Изабеллу вдруг охватывает волнение. Став на скамейке на колени, она наклоняется вперед. Ее узкий черный силуэт резко выделяется на фоне желтых нарциссов, которые в этот душный вечер кажутся сделанными из серы.
— Значит, оно внутри! А ты ведь говорил, что его там нет.
Она крепко сжимает мою руку и вся дрожит. Я не знаю, что ей сказать, чтобы успокоить ее. Физические законы тут вряд ли помогут; она с презрением отвергнет их. Да и сам я в этот момент не очень-то в них верю. Зеркала словно и вправду вдруг стали тайной.

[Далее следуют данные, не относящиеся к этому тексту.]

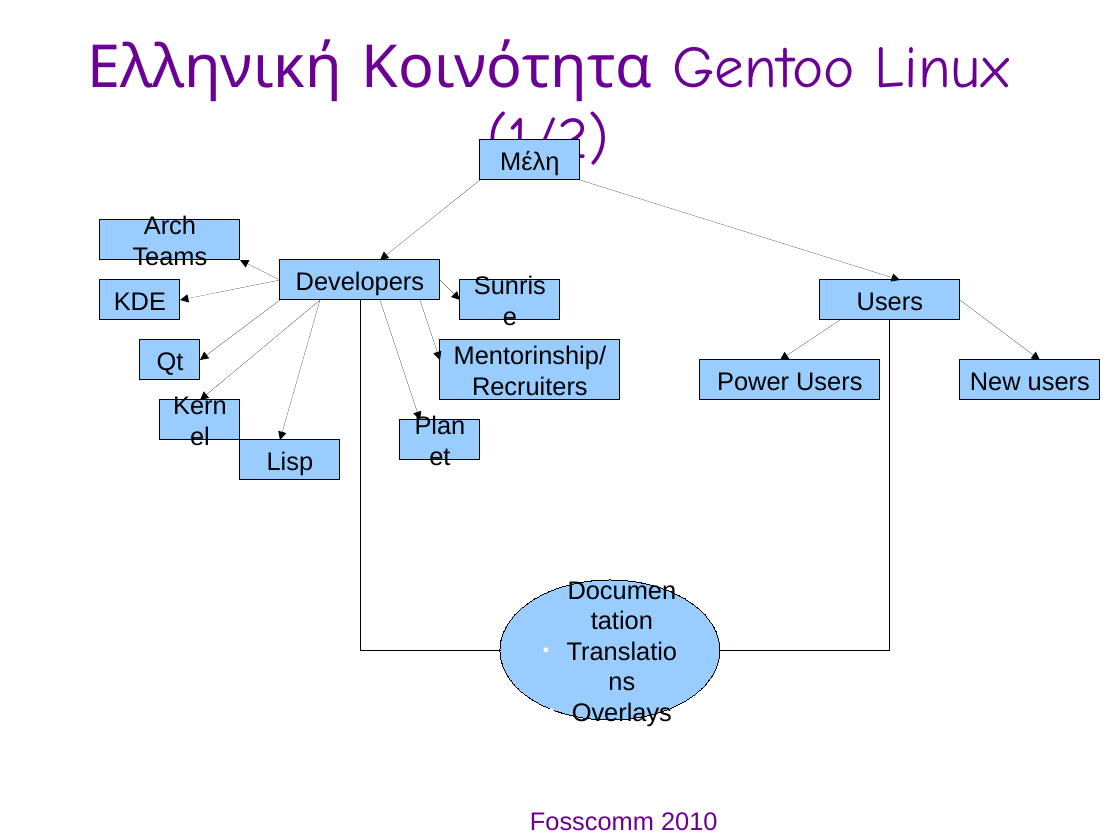
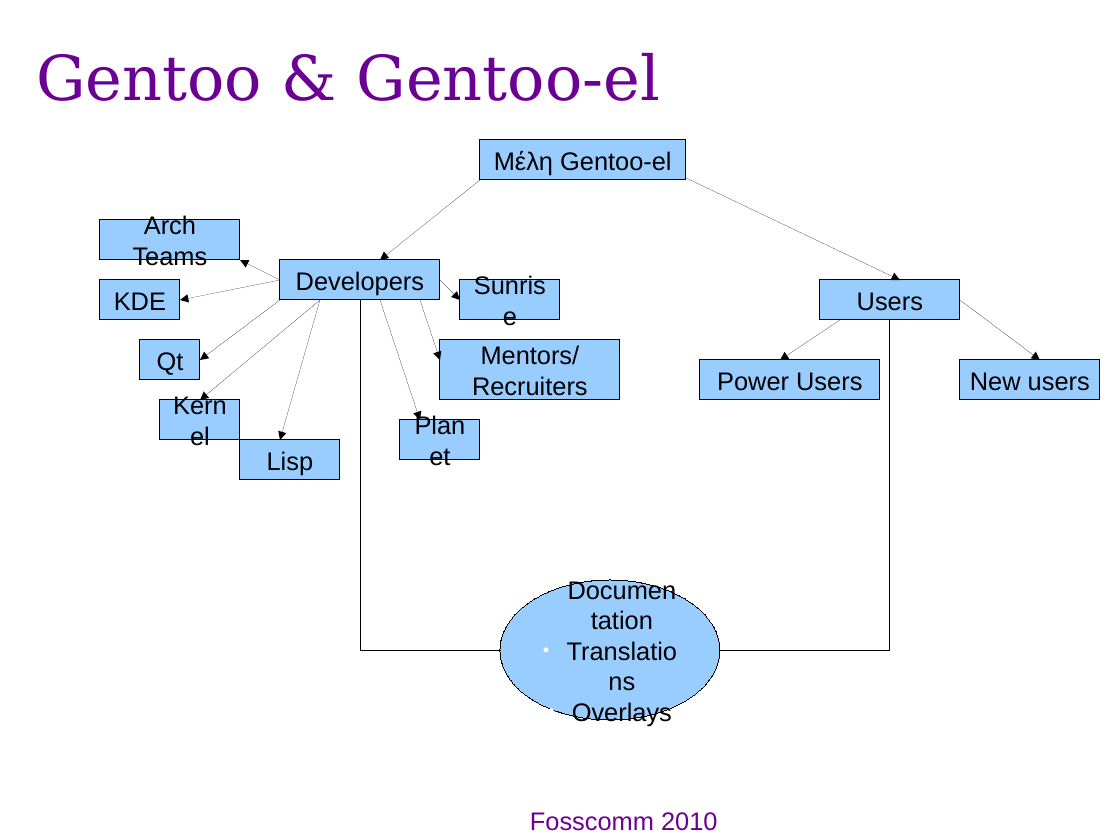
Before and after one commit to gentoo-el/presentations, a slide deck: slide 13 of fosscom-2010_pres.odp. Drawn at 1120x840 pixels with LibreOffice and Linux fonts; fonts in the diff are those of the drawing; background and template pictures are left out. Boxes give left, top, right and bottom in pixels: in the first picture for what was removed or moved away, otherwise in the second. Text is boxed around its words. In the diff, an @@ line names an element or a change of style, - is before the commit and + after.

```diff
--- a/fosscom-2010_pres.odp
+++ b/fosscom-2010_pres.odp
@@ title added at bbox=[36, 52, 660, 101], 44 pt, text #6B0094 @@
+Gentoo & Gentoo-el
@@ text removed at bbox=[87, 39, 1009, 178] @@
-Ελληνική Κοινότητα Gentoo Linux (1/2)
@@ rectangle "Μέλη Gentoo-el": place and size @@
-rectangle "Μέλη Gentoo-el" at bbox=[480, 140, 579, 180]
+rectangle "Μέλη Gentoo-el" at bbox=[480, 140, 686, 180]
@@ text in rectangle at bbox=[494, 151, 671, 175]: text changed @@
-Μέλη
+Μέλη Gentoo-el
@@ arrow moved from (580, 180) - (900, 281) to (686, 178) - (900, 281) @@
@@ text in rectangle at bbox=[481, 345, 580, 365]: text changed @@
-Mentorinship/
+Mentors/
```
Also in this commit, not shown: 7 other slides changed, 8 slides added, 7 slides removed.

— Где оно, Рудольф? — шепчет Изабелла, прижимаясь ко мне. — Скажи мне, где оно? Неужели в каждом зеркале, в которое я смотрела, осталась частица меня? А ведь я видела столько зеркал! Значит, я рассеяна, рассыпана повсюду? И каждое зеркало оставило себе часть меня? Маленькую крупицу, тонкий отпечаток? Получается, что зеркала разрезали меня на маленькие куски, обстругали меня, как деревяшку? Что же от меня осталось?
Я держу ее за плечи.
— Ты вся здесь, — говорю я. — Ничего в тебе никуда не девалось. Наоборот, зеркала сами тебе что-то дают — часть пространства, облитую светом частицу тебя самой. Они делают все это зримым и возвращают тебе.
— Частицу меня самой? — Она все еще держит мою руку. — А если нет? Если все похоронено в тысячах и тысячах зеркал? Как все это вернуть? Ах этого уже никогда не вернешь! Все потеряно! Потеряно! Я теперь как обструганная, безликая статуя. Где мое лицо? Мое первое лицо? Которое было еще до всех зеркал? До того, как они начали красть меня по частицам?
— Никто тебя не крал, — говорю я растерянно. — Зеркала не крадут. Они только отражают.
Изабелла тяжело дышит. Лицо ее побелело, в прозрачных глазах мерцают красные отблески луны.
— Куда оно пропало? — шепчет она. — Куда все пропало? Где мы вообще, Рудольф? Все бежит, летит и бесследно исчезает! Держи меня крепче! Не отпускай меня! Ты разве их не видишь? — Она широко раскрытыми глазами смотрит в туманную даль. — Вон они летят! Все эти мертвые зеркальные отражения! Они летят сюда и жаждут крови! Ты слышишь шум их серых крыльев? Они машут ими как летучие мыши! Не подпускай их ко мне!
Она прячет лицо у меня на груди и прижимается ко мне всем телом. Держа ее за плечи, я смотрю на сгущающиеся сумерки. Воздух неподвижен, но тьма медленно и угрожающе надвигается с обеих сторон аллеи, как густые цепи солдат-призраков. Она словно окружает нас и торопится отрезать нам путь к отступлению.
— Пошли, — говорю я. — Давай уйдем отсюда. Вон там, за деревьями, еще совсем светло. Там еще видно небо.